Pagi senin, Zeya dan oma sarapan, Brandon juga sedang makan serealnya, minus tante Nita karena masih di luar kota.
“Kemarin ada yang nyariin oma.” Kata Zeya.
"Siapa?" Tanya oma.
"Nggak tahu. Belum pernah liat om itu. Katanya perlu oma." Zeya memang belum pernah melihat orang asing itu dan dia hanya menyampaikan apa yang di amanahkan oleh om itu padanya.
"Lain kali nggak usah di openin kalau nggak kenal, lagian kayaknya nggak ada yang mau ketemuan sama oma, kalau ada pasti udah di kabarin Dewi." Kata Oma, sambil membawa nama asistennya yang biasanya di hubungi bila berhubungan dengan pekerjaan.
"Tante kapan pulang, oma?" Tanya Zeya. Zeya sebenarnya kasihan pada Brandon yang lebih sering bersama oma di banding dengan tante Nita. Oma sudah seperti ibu untuk Brandon, mungkin begitu juga yang Zeya rasakan, ketiadaan orang tuanya— membuat Zeya di perlakukan seperti anak sendiri oleh oma. Sedang tante Nita lebih dekat sebagai seorang kakak bagi Zeya—begitu dekatnya mereka. Bahkan dulu sebelum menikah tante Nita kemana-mana pasti membawa Zeya.
"Oma, Zeya pergi sekolah dulu ya." Kata Zeya setelah menghabiskan sarapannya. Tidak lupa Zeya mencium tangan oma, tanda kesopanan yang sudah diajarkan pada Zeya sejak masih kecil.
"Iya hati-hati.
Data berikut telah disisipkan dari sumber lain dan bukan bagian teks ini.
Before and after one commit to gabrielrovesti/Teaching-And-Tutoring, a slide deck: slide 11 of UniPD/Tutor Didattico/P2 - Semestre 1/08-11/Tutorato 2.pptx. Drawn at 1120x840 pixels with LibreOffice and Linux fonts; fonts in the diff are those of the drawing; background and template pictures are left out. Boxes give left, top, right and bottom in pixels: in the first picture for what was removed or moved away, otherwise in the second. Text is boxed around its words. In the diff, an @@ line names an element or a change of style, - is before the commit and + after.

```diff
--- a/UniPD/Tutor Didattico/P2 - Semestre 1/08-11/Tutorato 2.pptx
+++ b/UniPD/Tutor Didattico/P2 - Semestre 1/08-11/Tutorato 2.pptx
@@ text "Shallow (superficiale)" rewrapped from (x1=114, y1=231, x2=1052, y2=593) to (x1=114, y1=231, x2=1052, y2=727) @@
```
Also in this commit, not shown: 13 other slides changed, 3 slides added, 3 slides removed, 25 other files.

Belajar yang rajin." Kata oma lembut.
"Siap oma." Zeya memberi gestur seperti hormat, malah membuat Brandon tertawa.
"See you Yaya, jangan lupa permen yang banyak." Kata Brandon, permen adalah sesuatu yang istimewa untuknya akhir-akhir ini.
"Nggak boleh, nanti sakit gigi loh." Oma peringatan pada sang cucu.
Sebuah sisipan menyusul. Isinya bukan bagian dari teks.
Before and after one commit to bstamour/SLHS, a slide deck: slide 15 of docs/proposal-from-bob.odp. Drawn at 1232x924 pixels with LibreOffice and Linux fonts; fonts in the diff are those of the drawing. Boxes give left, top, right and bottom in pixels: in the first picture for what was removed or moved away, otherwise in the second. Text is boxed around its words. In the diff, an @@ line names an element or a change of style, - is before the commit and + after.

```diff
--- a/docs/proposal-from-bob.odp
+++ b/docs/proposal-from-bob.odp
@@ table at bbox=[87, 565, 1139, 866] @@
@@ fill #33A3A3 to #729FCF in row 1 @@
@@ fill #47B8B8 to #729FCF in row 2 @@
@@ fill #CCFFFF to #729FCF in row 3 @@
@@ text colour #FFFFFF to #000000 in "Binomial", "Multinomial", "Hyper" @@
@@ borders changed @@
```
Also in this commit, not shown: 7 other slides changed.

"Yaya pergi yaa." Pamit Zeya sambil melambaikan tangan pada Brandon.
Zeya sampai di sekolah tepat waktu, dia langsung menuju ruang kelas, karena sebentar lagi upacara bendera akan di mulai.
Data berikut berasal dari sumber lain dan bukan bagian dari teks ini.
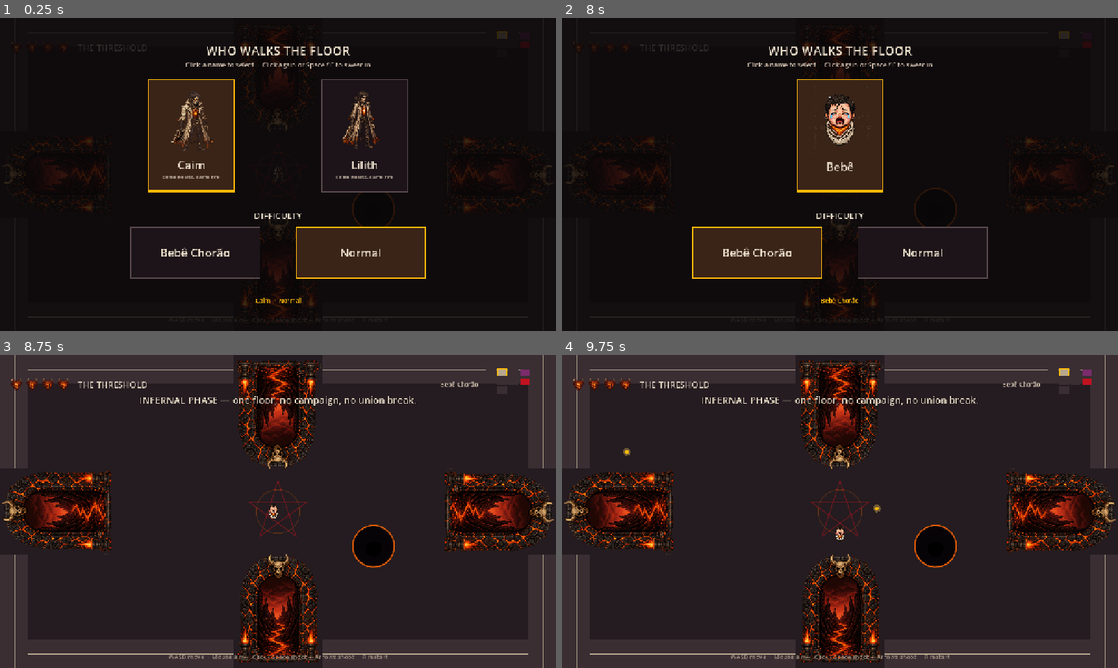
Above: before the commit, frames 1-4 (two rows, left to right).
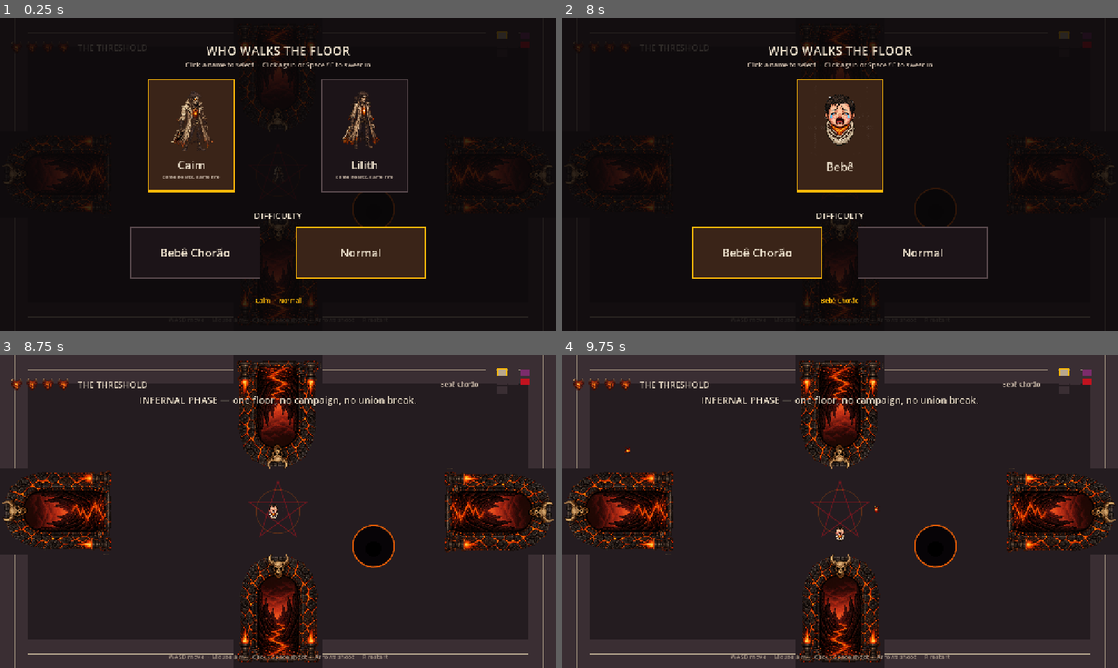
Above: after the commit, the same moments.

Repository: camiloprado/InfernalPhase
Game: Godot game, scene res://scenes/floor.tscn
Same seed, same stepped clock (60 frames per second), same inputs: the game is played once before the commit and once after it.
Inputs (mouse positions are in pixels of both pictures, inside the frame that each line leads up to):
- Up to frame 1 (0.25 s): no input
- Up to frame 2 (8 s): click "Normal" at 0.5 s; click "Normal" at 1.25 s; click "Caim" at 2 s; click "Lilith" at 2.75 s; click "Bebê Chorão" at 3.5 s; click "Bebê" at 4.25 s; tap A (move_left) every 0.75 s from 5 to 7.25 s; move the mouse to (962, 158) at 5.02 s; hold D (move_right) 5.03-5.78 s; tap Down (aim_down) at 5.1 s; click (962, 158) at 5.17 s; move the mouse to (728, 190) at 5.77 s; hold S (move_down) 5.78-6.53 s; tap Left (aim_left) at 5.85 s; move the mouse to (895, 105) at 6.52 s; hold D (move_right) 6.53-7.28 s; tap Right (aim_right) at 6.6 s; move the mouse to (812, 237) at 7.27 s; hold W (move_up) from 7.28 s (still down); tap Up (aim_up) at 7.35 s; click (812, 237) at 7.42 s
- Up to frame 3 (8.75 s): tap A (move_left) at 8 s; move the mouse to (444, 558) at 8.02 s; release W (move_up) at 8.03 s; hold A (move_left) from 8.03 s (still down); hold E (interact) from 8.03 s (still down)
- Up to frame 4 (9.75 s): tap R (restart) at 8.75 s; move the mouse to (673, 464) at 8.77 s; release E (interact) at 8.78 s; tap Space (shoot) at 8.85 s; move the mouse to (867, 511) at 9.52 s; release A (move_left) at 9.53 s; hold S (move_down) from 9.53 s (still down); tap J at 9.6 s; click (867, 511) at 9.67 s

Frames 1-3 are identical in both runs. In frame 4, less than 0.1% of the frame differs, in the area x 11-58%, y 29-51%.

Commit message:
Add pixel-art attack VFX and restore the Threshold pit drop.
Enemy and boss shots use the shots atlas instead of _draw circles.
Boss specials stamp beam, slam, and wisp sheets. Teleport tell is a
pentagram sprite. The environment buraco teleports to Deep again;
RING still has no pit.

Co-authored-by: camilovgprado21 <camilovgprado21@gmail.com>

Diff:
--- a/scripts/bullet.gd
+++ b/scripts/bullet.gd
@@ -21,6 +21,10 @@
 var pierce_left := 0
 var burn := false
 var _hit: Dictionary = {}
+var _shot_art := ""
+var _spr: AnimatedSprite2D
+
+const SHOT_SHEET := "res://assets/sprites/shots.png"
 
 @onready var _shape: CollisionShape2D = $CollisionShape2D
 
@@ -41,7 +45,8 @@
 		p_sine_amp: float = 0.0,
 		p_sine_freq: float = 8.0,
 		p_sine_phase: float = 0.0,
-		p_angular: float = 0.0
+		p_angular: float = 0.0,
+		p_art: String = ""
 	) -> void:
 	origin = p_origin
 	global_position = p_origin
@@ -71,6 +76,7 @@
 		_shape = CollisionShape2D.new()
 		add_child(_shape)
 	_shape.shape = circle
+	bind_shot(p_art)
 	queue_redraw()
 
 
@@ -87,10 +93,70 @@
 		if not is_zero_approx(angular):
 			velocity = velocity.rotated(angular * delta)
 		global_position += velocity * delta
-	queue_redraw()
+	if _spr:
+		_spr.rotation = dir.angle()
+	else:
+		queue_redraw()
+
+
+func bind_shot(art: String) -> void:
+	_shot_art = art
+	if _spr:
+		_spr.queue_free()
+		_spr = null
+	var row := _shot_row()
+	_spr = Sprites.actor(
+		SHOT_SHEET,
+		4,
+		8,
+		{"fly": {"row": row, "fps": 12.0, "loop": true}},
+		maxf(radius * 5.2, 24.0)
+	)
+	if _spr:
+		add_child(_spr)
+		_spr.rotation = dir.angle()
+
+
+func _shot_row() -> int:
+	var key := _shot_art
+	if deflected:
+		key = "deflect"
+	elif key.is_empty():
+		if not from_enemy:
+			key = "player"
+		elif color.is_equal_approx(Palette.ROBE_LIGHT):
+			key = "cantor"
+		elif color.is_equal_approx(Palette.BONE):
+			key = "bone"
+		elif color.is_equal_approx(Palette.HELL_RED):
+			key = "boss"
+		elif color.is_equal_approx(Palette.EMBER_HOT):
+			key = "ember"
+		else:
+			key = "imp"
+	match key:
+		"player":
+			return 0
+		"imp":
+			return 1
+		"wretch":
+			return 2
+		"cantor":
+			return 3
+		"boss":
+			return 4
+		"ember":
+			return 5
+		"bone":
+			return 6
+		"deflect":
+			return 7
+	return 1
 
 
 func _draw() -> void:
+	if _spr:
+		return
 	var glow := color.lightened(0.35)
 	glow.a = 0.35
 	if deflected:
@@ -119,6 +185,7 @@
 	collision_layer = 8
 	collision_mask = 5
 	Game.shake.emit(4.0)
+	bind_shot("deflect")
 	queue_redraw()
 
 
--- a/scripts/enemy.gd
+++ b/scripts/enemy.gd
@@ -42,6 +42,7 @@
 var special_pick := 0
 var _burn_left := 0.0
 var _burn_dmg := 0
+var _tele_fx: AnimatedSprite2D
 
 const SPECIAL_AT := [0.8, 0.6, 0.4, 0.2]
 
@@ -206,7 +207,7 @@
 			return
 		var lateral := sin(i * 0.55) * amp
 		var origin := global_position + aim * (radius + 8.0) + perp * lateral
-		floor_node.spawn_bullet(origin, aim, spd, true, Palette.ROBE_LIGHT, 6.0, 0.0)
+		floor_node.spawn_bullet(origin, aim, spd, true, Palette.ROBE_LIGHT, 6.0, 0.0, 8.0, 0.0, 0.0, "cantor")
 		await get_tree().create_timer(gap).timeout
 	wave_busy = false
 
@@ -265,7 +266,9 @@
 			5.8,
 			38.0,
 			7.0,
-			i * 0.4
+			i * 0.4,
+			0.0,
+			"cantor"
 		)
 		await get_tree().create_timer(0.055).timeout
 
@@ -277,7 +280,7 @@
 	var start := -arc_deg * 0.5 * (count - 1)
 	for i in count:
 		var a := deg_to_rad(start + arc_deg * i)
-		floor_node.spawn_bullet(global_position + aim.rotated(a) * (radius + 6.0), aim.rotated(a), spd, true, col, rad)
+		floor_node.spawn_bullet(global_position + aim.rotated(a) * (radius + 6.0), aim.rotated(a), spd, true, col, rad, 0.0, 8.0, 0.0, 0.0, _shot_key(col))
 
 
 func _ring(count: int, spd: float, offset_deg: float, col: Color, rad: float) -> void:
@@ -287,7 +290,7 @@
 	for i in count:
 		var a := deg_to_rad(offset_deg + i * (360.0 / count))
 		var d := Vector2.RIGHT.rotated(a)
-		floor_node.spawn_bullet(global_position + d * (radius + 8.0), d, spd, true, col, rad)
+		floor_node.spawn_bullet(global_position + d * (radius + 8.0), d, spd, true, col, rad, 0.0, 8.0, 0.0, 0.0, _shot_key(col))
 
 
 func _spiral(count: int, spd: float, ang: float) -> void:
@@ -297,7 +300,7 @@
 	for i in count:
 		var a := TAU * float(i) / float(count) + ring_off * 0.04
 		var d := Vector2.RIGHT.rotated(a)
-		floor_node.spawn_bullet(global_position + d * (radius + 8.0), d, spd, true, Palette.EMBER, 6.0, 0.0, 8.0, 0.0, ang * (1.0 if i % 2 == 0 else -1.0))
+		floor_node.spawn_bullet(global_position + d * (radius + 8.0), d, spd, true, Palette.EMBER, 6.0, 0.0, 8.0, 0.0, ang * (1.0 if i % 2 == 0 else -1.0), "ember")
 
 
 func _cross() -> void:
@@ -308,7 +311,26 @@
 	for d in [base, base.orthogonal(), -base, -base.orthogonal()]:
 		for k in 3:
 			var spread := deg_to_rad((k - 1) * 8.0)
-			floor_node.spawn_bullet(global_position + d.rotated(spread) * (radius + 8.0), d.rotated(spread), 195.0, true, Palette.BONE, 6.0)
+			floor_node.spawn_bullet(global_position + d.rotated(spread) * (radius + 8.0), d.rotated(spread), 195.0, true, Palette.BONE, 6.0, 0.0, 8.0, 0.0, 0.0, "bone")
+
+
+func _shot_key(col: Color = Color(0, 0, 0, 0)) -> String:
+	match kind:
+		Kind.IMP:
+			return "imp"
+		Kind.WRETCH:
+			return "wretch"
+		Kind.CULTIST:
+			return "cantor"
+		Kind.BOSS:
+			if col.a > 0.0 and col.is_equal_approx(Palette.HELL_RED):
+				return "boss"
+			if col.a > 0.0 and col.is_equal_approx(Palette.BONE):
+				return "bone"
+			if col.a > 0.0 and col.is_equal_approx(Palette.ROBE_LIGHT):
+				return "cantor"
+			return "ember"
+	return "imp"
 
 
 func apply_burn(amount: int, delay: float) -> void:
@@ -502,6 +524,8 @@
 			})
 		_:
 			pass
+	if kind == Kind.BOSS:
+		_bind_tele_fx()
 
 
 func _setup_imp_art() -> void:
@@ -640,7 +664,31 @@
 	return "down" if v.y >= 0.0 else "up"
 
 
+func _bind_tele_fx() -> void:
+	if _tele_fx:
+		_tele_fx.queue_free()
+		_tele_fx = null
+	_tele_fx = Sprites.actor(
+		"res://assets/sprites/fx_tele.png",
+		4,
+		1,
+		{"pulse": {"row": 0, "fps": 8.0, "loop": true}},
+		78.0
+	)
+	if _tele_fx:
+		_tele_fx.visible = false
+		_tele_fx.z_index = 4
+		add_child(_tele_fx)
+
+
 func _tick_art(delta: float) -> void:
+	if _tele_fx:
+		var show := kind == Kind.BOSS and tele_wind > 0.0
+		_tele_fx.visible = show
+		if show:
+			_tele_fx.global_position = tele_dest
+			if _tele_fx.animation != &"pulse":
+				_tele_fx.play("pulse")
 	if not art or _sprite == null:
 		return
 	attack_t = maxf(attack_t - delta, 0.0)
@@ -668,7 +716,7 @@
 
 
 func _draw_art_fx() -> void:
-	if kind == Kind.BOSS and tele_wind > 0.0:
+	if kind == Kind.BOSS and tele_wind > 0.0 and _tele_fx == null:
 		var dest := to_local(tele_dest)
 		var pulse := 0.55 + 0.45 * sin(visual_rot * 8.0)
 		draw_arc(dest, 28.0 + pulse * 10.0, 0.0, TAU, 24, Palette.EMBER_HOT, 4.0, true)
--- a/scripts/floor.gd
+++ b/scripts/floor.gd
@@ -93,7 +93,10 @@
 	for room in rooms.values():
 		(room as Room).finalize()
 	if rooms.has(Vector2i.ZERO):
-		(rooms[Vector2i.ZERO] as Room).add_pit()
+		var drop: Room = rooms.get(Vector2i(0, 2))
+		if drop == null:
+			drop = rooms.get(Vector2i(0, 1))
+		(rooms[Vector2i.ZERO] as Room).add_pit(drop)
 
 
 func _spawn_player() -> void:
@@ -196,11 +199,12 @@
 		sine_amp: float = 0.0,
 		sine_freq: float = 8.0,
 		sine_phase: float = 0.0,
-		angular: float = 0.0
+		angular: float = 0.0,
+		art: String = ""
 	) -> Bullet:
 	var b: Bullet = _bullet_scene.instantiate()
 	projectiles.add_child(b)
-	b.setup(origin, dir, speed, from_enemy, color, radius, sine_amp, sine_freq, sine_phase, angular)
+	b.setup(origin, dir, speed, from_enemy, color, radius, sine_amp, sine_freq, sine_phase, angular, art)
 	return b
 
 
@@ -267,18 +271,24 @@
 	return pool[Game.rng.randi() % pool.size()]
 
 
-func fall_from(src: Room) -> void:
+func fall_from(src: Room, dest: Room = null) -> void:
 	if _fall_cd > 0.0 or player == null or Game.is_dead:
 		return
-	_fall_cd = 1.1
+	_fall_cd = 1.2
 	src.arm_pit(false)
 	player.i_timer = maxf(player.i_timer, 0.7)
-	var away := (player.global_position - (src.global_position + src.pit_center)).normalized()
-	if away.length() < 0.15:
-		away = Vector2.UP
-	player.knockback = away * 360.0
-	player.take_hit(src)
-	Game.say("Ash gives. You catch the rim.", 1.5)
+	if dest == null or dest == src:
+		var away := (player.global_position - (src.global_position + src.pit_center)).normalized()
+		if away.length() < 0.15:
+			away = Vector2.UP
+		player.knockback = away * 360.0
+		player.take_hit(src)
+		Game.say("Ash gives. You catch the rim.", 1.5)
+		return
+	player.global_position = dest.landing_global()
+	Game.shake.emit(9.0)
+	Game.say("The floor gives way.", 1.6)
+	_enter_room(dest, false)
 
 
 func on_enemy_died(enemy: Enemy) -> void:
--- a/scripts/hazard.gd
+++ b/scripts/hazard.gd
@@ -3,6 +3,10 @@
 ## Telegraphed area attack used by The Infernal Phase.
 
 enum Kind { CROSS, DIAG, SLAM, LANES, RING }
+
+const BEAM_SHEET := "res://assets/sprites/fx_beam.png"
+const SLAM_SHEET := "res://assets/sprites/fx_slam.png"
+const WISP_SHEET := "res://assets/sprites/fx_wisp.png"
 
 var kind: Kind = Kind.CROSS
 var telegraph := 0.9
@@ -19,6 +23,9 @@
 var ring_outer := 520.0
 var lane_h := 168.0
 var inner_top := 0.0
+var _fx: Array[Node] = []
+var _slam: AnimatedSprite2D
+var _has_art := false
 
 
 func setup(p_kind: int, p_origin: Vector2, room: Room) -> void:
@@ -53,6 +60,7 @@
 			ring_inner = 100.0
 			ring_outer = maxf(room_rect.size.x, room_rect.size.y) * 0.72
 	Game.shake.emit(7.0)
+	_build_art()
 
 
 func _physics_process(delta: float) -> void:
@@ -60,6 +68,7 @@
 	if not hot and age >= telegraph:
 		hot = true
 		Game.shake.emit(14.0)
+		_play_hot()
 	if hot and kind == Kind.SLAM:
 		var t := clampf((age - telegraph) / maxf(active, 0.01), 0.0, 1.0)
 		slam_r = lerpf(64.0, slam_max, t)
@@ -68,7 +77,9 @@
 		return
 	if hot:
 		_try_hit()
-	queue_redraw()
+	_sync_art()
+	if not _has_art:
+		queue_redraw()
 
 
 func _try_hit() -> void:
@@ -106,7 +117,124 @@
 	return absf(v.x * d.y - v.y * d.x)
 
 
+func _build_art() -> void:
+	match kind:
+		Kind.CROSS:
+			_stamp_line(Vector2(room_rect.position.x, origin.y), Vector2(room_rect.end.x, origin.y), 58.0, 52.0)
+			_stamp_line(Vector2(origin.x, room_rect.position.y), Vector2(origin.x, room_rect.end.y), 58.0, 52.0)
+		Kind.DIAG:
+			_stamp_line(_edge(origin, Vector2.ONE), _edge(origin, -Vector2.ONE), 58.0, 52.0)
+			_stamp_line(_edge(origin, Vector2(1, -1)), _edge(origin, Vector2(-1, 1)), 58.0, 52.0)
+		Kind.SLAM:
+			_slam = _add_anim(
+				SLAM_SHEET,
+				4,
+				2,
+				{"warn": {"row": 0, "fps": 8.0, "loop": true}, "hot": {"row": 1, "fps": 12.0, "loop": true}},
+				128.0
+			)
+			if _slam:
+				_slam.position = to_local(origin)
+		Kind.LANES:
+			for i in 3:
+				if i == safe_lane:
+					continue
+				var y := inner_top + lane_h * (float(i) + 0.5)
+				_stamp_line(Vector2(room_rect.position.x, y), Vector2(room_rect.end.x, y), 64.0, 56.0)
+		Kind.RING:
+			_stamp_ring(ring_inner + 28.0, 18, 34.0)
+			_stamp_ring((ring_inner + ring_outer) * 0.5, 26, 40.0)
+			_stamp_ring(ring_outer - 36.0, 32, 36.0)
+	_has_art = not _fx.is_empty()
+	_play_warn()
+
+
+func _edge(from: Vector2, dir: Vector2) -> Vector2:
+	var d := dir.normalized() * 10.0
+	var p := from
+	for _i in 220:
+		var nxt := p + d
+		if not room_rect.has_point(nxt):
+			return p
+		p = nxt
+	return p
+
+
+func _stamp_line(a: Vector2, b: Vector2, step: float, tall: float) -> void:
+	var span := b - a
+	var length := span.length()
+	if length < 8.0:
+		return
+	var n := maxi(int(round(length / step)), 1)
+	var ang := span.angle() + PI * 0.5
+	for i in n:
+		var t := (float(i) + 0.5) / float(n)
+		var spr := _add_anim(
+			BEAM_SHEET,
+			4,
+			2,
+			{"warn": {"row": 0, "fps": 8.0, "loop": true}, "hot": {"row": 1, "fps": 12.0, "loop": true}},
+			tall
+		)
+		if spr == null:
+			return
+		spr.position = to_local(a + span * t)
+		spr.rotation = ang
+
+
+func _stamp_ring(radius: float, count: int, tall: float) -> void:
+	for i in count:
+		var a := TAU * float(i) / float(count)
+		var spr := _add_anim(
+			WISP_SHEET,
+			4,
+			1,
+			{"burn": {"row": 0, "fps": 10.0, "loop": true}},
+			tall
+		)
+		if spr == null:
+			return
+		spr.position = to_local(origin) + Vector2.RIGHT.rotated(a) * radius
+		spr.rotation = a + PI * 0.5
+
+
+func _add_anim(path: String, cols: int, rows: int, anims: Dictionary, tall: float) -> AnimatedSprite2D:
+	var spr := Sprites.actor(path, cols, rows, anims, tall)
+	if spr == null:
+		return null
+	spr.modulate = Color(1, 1, 1, 0.58)
+	add_child(spr)
+	_fx.append(spr)
+	return spr
+
+
+func _play_warn() -> void:
+	for n in _fx:
+		if n is AnimatedSprite2D and (n as AnimatedSprite2D).sprite_frames:
+			var spr := n as AnimatedSprite2D
+			if spr.sprite_frames.has_animation("warn"):
+				spr.play("warn")
+
+
+func _play_hot() -> void:
+	for n in _fx:
+		if n is AnimatedSprite2D and (n as AnimatedSprite2D).sprite_frames:
+			var spr := n as AnimatedSprite2D
+			if spr.sprite_frames.has_animation("hot"):
+				spr.play("hot")
+			spr.modulate = Color(1.2, 0.78, 0.55, 1.0)
+
+
+func _sync_art() -> void:
+	if _slam:
+		var diam := slam_r * 2.15
+		_slam.scale = Vector2.ONE * (diam / 128.0)
+		_slam.position = to_local(origin)
+
+
 func _draw() -> void:
+	if _has_art:
+		return
 	var col := Palette.EMBER_HOT if not hot else Palette.HELL_RED
 	var a := 0.28 if not hot else 0.5
 	col.a = a
@@ -132,8 +260,6 @@
 			var mid := (ring_inner + ring_outer) * 0.5
 			draw_arc(local_o, mid, 0.0, TAU, 64, col, ring_outer - ring_inner, true)
 			draw_arc(local_o, ring_inner, 0.0, TAU, 40, Palette.BONE, 4.0, true)
-			if not hot:
-				draw_arc(local_o, ring_inner - 8.0, 0.0, TAU, 32, Palette.EMBER_HOT, 2.0, true)
 
 
 func _draw_bar(center: Vector2, size: Vector2, col: Color) -> void:
--- a/scripts/player.gd
+++ b/scripts/player.gd
@@ -145,7 +145,7 @@
 		var a := deg_to_rad(start + arc * float(i))
 		var dir := aim.rotated(a)
 		var muzzle := global_position + dir * (RADIUS + 8.0)
-		var shot := floor_node.spawn_bullet(muzzle, dir, spd, false, col, rad)
+		var shot := floor_node.spawn_bullet(muzzle, dir, spd, false, col, rad, 0.0, 8.0, 0.0, 0.0, "player")
 		if shot:
 			shot.damage = Game.shot_damage()
 			shot.pierce_left = Game.pierce
--- a/scripts/room.gd
+++ b/scripts/room.gd
@@ -32,6 +32,7 @@
 var _built := false
 var has_pit := false
 var pit_center := Vector2.ZERO
+var pit_dest: Room = null
 var _pit_area: Area2D
 const PIT_SHEET := "res://assets/env/pit.png"
 
@@ -602,8 +603,15 @@
 		seal.color = Palette.EMBER_HOT
 
 
-func add_pit() -> void:
+func landing_global() -> Vector2:
+	if has_pit:
+		return global_position + size * 0.5 + Vector2(-140, -20)
+	return center_global() + Vector2(-90, 36)
+
+
+func add_pit(dest: Room = null) -> void:
 	has_pit = true
+	pit_dest = dest
 	pit_center = size * 0.5 + Vector2(220, 80)
 	var spr := Sprite2D.new()
 	if ResourceLoader.exists(PIT_SHEET):
@@ -653,7 +661,7 @@
 		return
 	var floor_node := get_tree().get_first_node_in_group("floor") as Floor
 	if floor_node:
-		floor_node.fall_from(self)
+		floor_node.fall_from(self, pit_dest)
 
 
 func _spawn_npc() -> void:
Binary file added: assets/sprites/fx_beam.png
Not shown, added: assets/sprites/fx_beam.png.import
Binary file added: assets/sprites/fx_ring.png
Not shown, added: assets/sprites/fx_ring.png.import
Binary file added: assets/sprites/fx_slam.png
Not shown, added: assets/sprites/fx_slam.png.import
Binary file added: assets/sprites/fx_tele.png
Not shown, added: assets/sprites/fx_tele.png.import
Binary file added: assets/sprites/fx_wisp.png
Not shown, added: assets/sprites/fx_wisp.png.import
Binary file added: assets/sprites/shots.png
Not shown, added: assets/sprites/shots.png.import
(and 1 more such lines)

Sementara itu, Zeya belum melihat penampakan ke dua sohibnya—Kiya dan Amna.
Zeya mencium bau terlambat pada ke dua anak itu. Biasanya mereka akan berlomba dengan waktu dan datang saat detik menuju upacara di mulai.
"Eh katanya hari ini ada anak baru ya." Berita pagi mulai tersebar, Zeya mendengar pembicaraan teman sekelasnya.
"Dia akan masuk ke kelas kita nggak ketua?" Tanya salah satu murid.
"Mana gue tahu, nanti juga ketahuan sendiri, sekarang menuju lapangan upacara, cepetan!!" Kata Ketua kelas sambil mengusir semua siswa dari ruang kelas termasuk Zeya.
Zeya berjalan menuju lapangan upacara. Hari ini lumayan panas sepertinya, karena masih pagi saja matahari sudah bersinar cerah sekali.
Entah kenapa hari senin selalu cerah, ini masih menjadi misteri hingga saat ini.
Barisan upacara pun di luruskan oleh Ketua kelas, di sana pada pintu gerbang sekolah, Zeya melihat Amna dan Kiya berlarian menuju lapangan upacara. Benarkan mereka akan datang saat detik-detik menuju upacara di mulai.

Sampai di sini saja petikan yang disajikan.